I wish my high school taught philosophy. Anyway, I was thinking of reading the "basics" (if you can call them that). However, I am having a hard time knowing which work I should start out with.




> You really should try to read the philosophical works themselves in full. Otherwise it's like reading an excerpt of a novel that gives you the Top Five Most Memorable chapters of a novel. How could you possibly really know about the novel after that? Plus writers like Plato straddle the line between philosophy and literature, as do many other philosophers.
> 
> If you're really that reluctant to read the actual philosophical works there are always: Bertrand Russel's History of Western Philosophy, Will Durant's The Story of Philosophy, and Copleston's History of Philosophy (11 volumes). Supposedly Copleston's work is the best, but well, it's 11 volumes and that can get expensive.
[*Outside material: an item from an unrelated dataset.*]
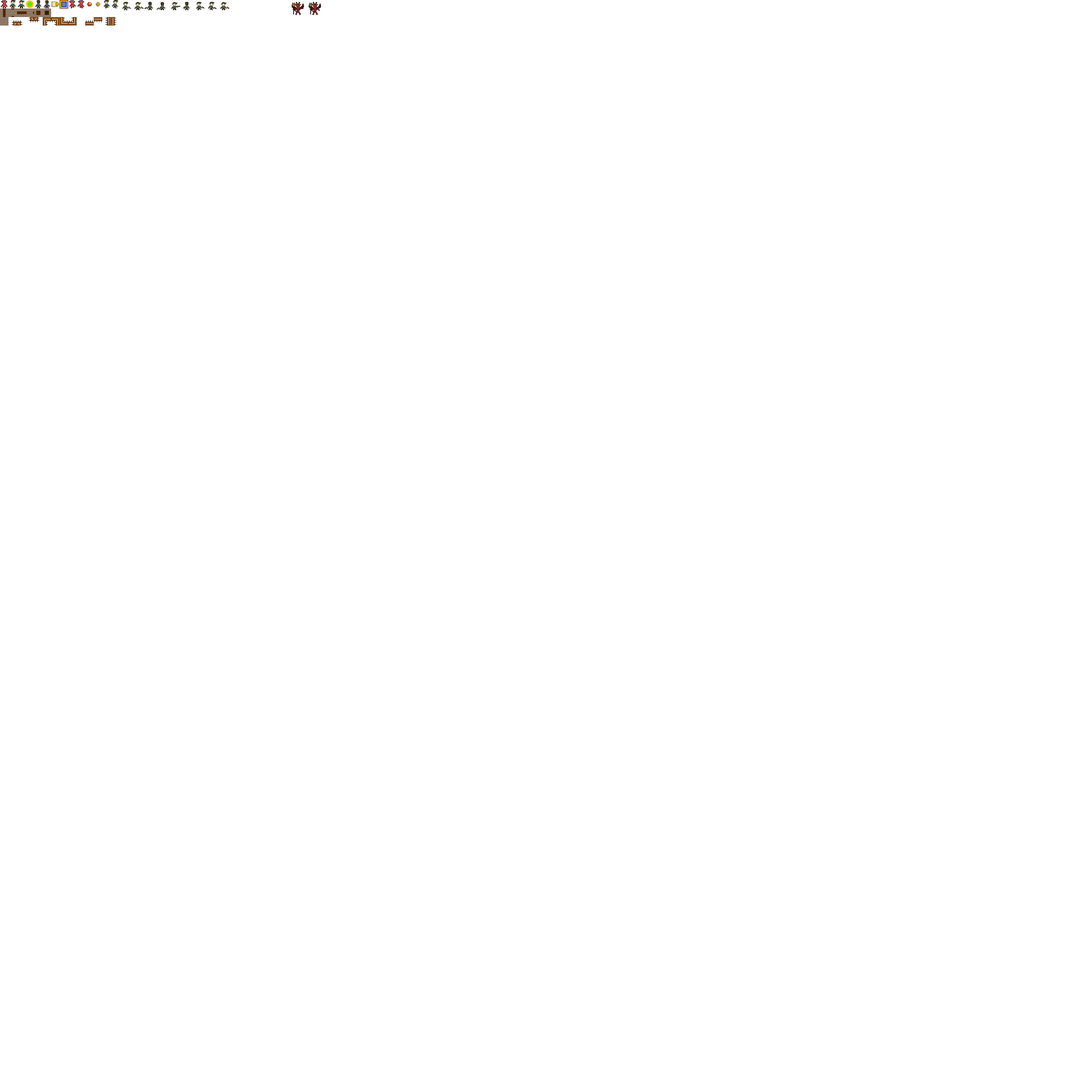
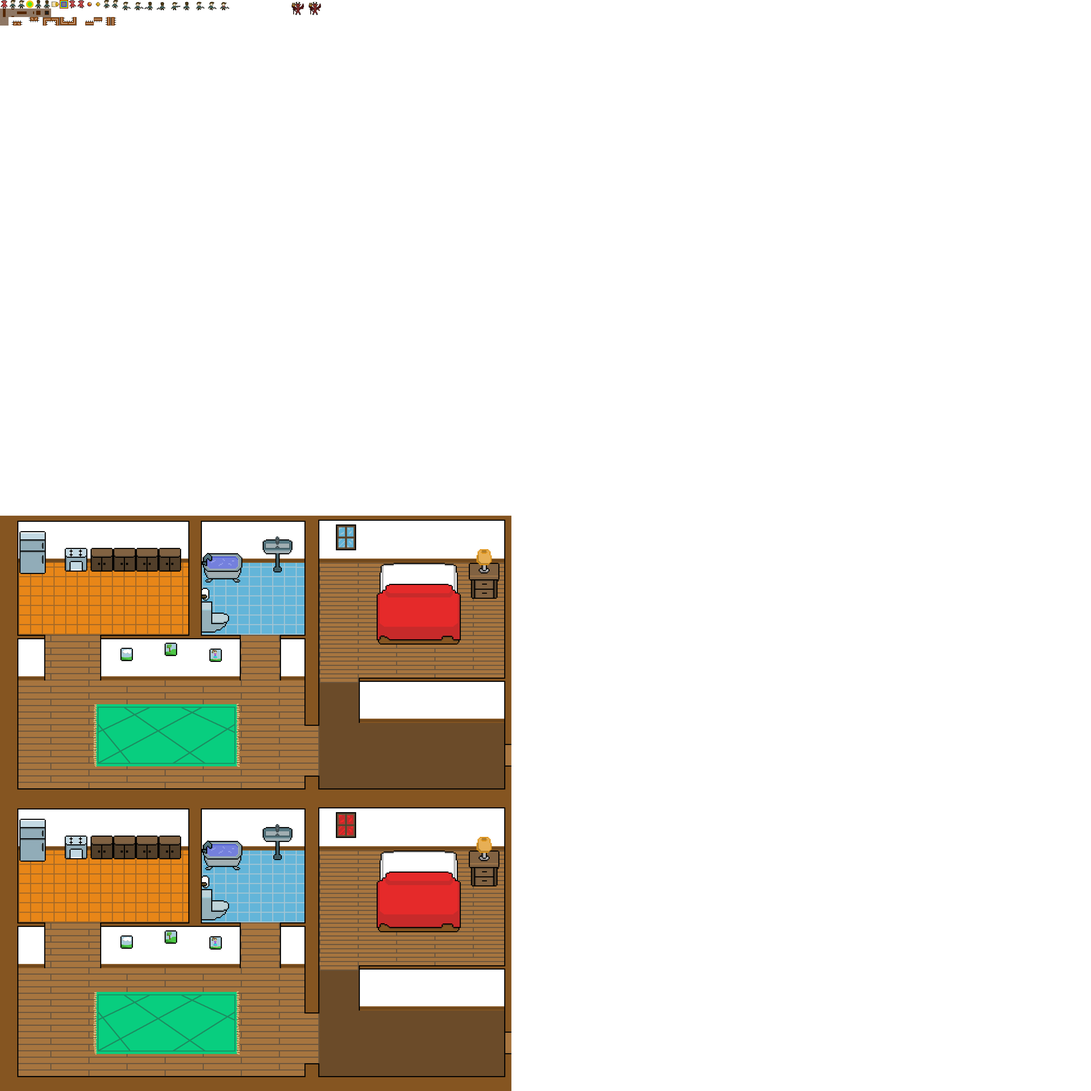
The second 1091 x 1091 image is a revision of the first. Changes to its layers:
added layer "home_peace.png" above "home_hell.png" over (0, 515, 512, 804)
added layer "home_hell.png" above "bossattack2.png" over (0, 803, 512, 1091)

I've been seeing Bertrand Russel's _History of Western Philosophy_ a lot lately, so I'll probably look into his stuff. What about the ones that I should avoid?; you know, the ones that are not so informative or reliable(or in some cases boring and hard-to-grasp)?

----------


## Theunderground

Berty russells history of philo-sophie is a good read. Personally i would advise you to stop after that. Most philosophers explain things really badly and takes thousands of words to state things that are either obvious or imaginative nonsense. Shakespeare has economy of phrase and he hits the mark bang on in his later works,revealing the limits of language and the superiority of 'thinking by feeling/experience'. In the eastern world its the same with only the zen masters being the equivalent of sheikh-Zubair. 99% of philosophy is nonsense on stilts as wittgenstein would say.

----------


## Dodo25

> From the start, you should read:
> 
> Bertrand Russell's A History of Western Philosophy. He is mighty prejudiced but he is an Englishman and therefore can be forgiven his little errors of judgement.
> 
> David Hume's Enquiry. Not his Treatise, a commentary on the Treatise will serve just as well.
> 
> Thomas Paine. He is plain.
> 
> Friedrich Nietzsche. He is plain.
> ...


Actually, this is not a bad list. Seeing who wrote it, I must admit I'm surprised. 

I think Nietzsche is overrated, the practical relevance is almost zero. Summaries are enough. Kant's writings are important, but summaries are enough (reading the original is indeed painful). Plato: 'The Republic' is a must, and some of his dialogues are interesting, i.e. his argument against God the source of 'good' (in 'Eutyphron'). But Wikipedia is enough for that I guess.

Regarding Medieval Philosophy: Skip it. It has some good stuff, but it's not really worth the time of sorting that out. 

Also, a very important work that's missing on the list is 'Practical Ethics' by Peter Singer. This one is actually easily understandable, highly interesting and provoking, and potentially life-changing.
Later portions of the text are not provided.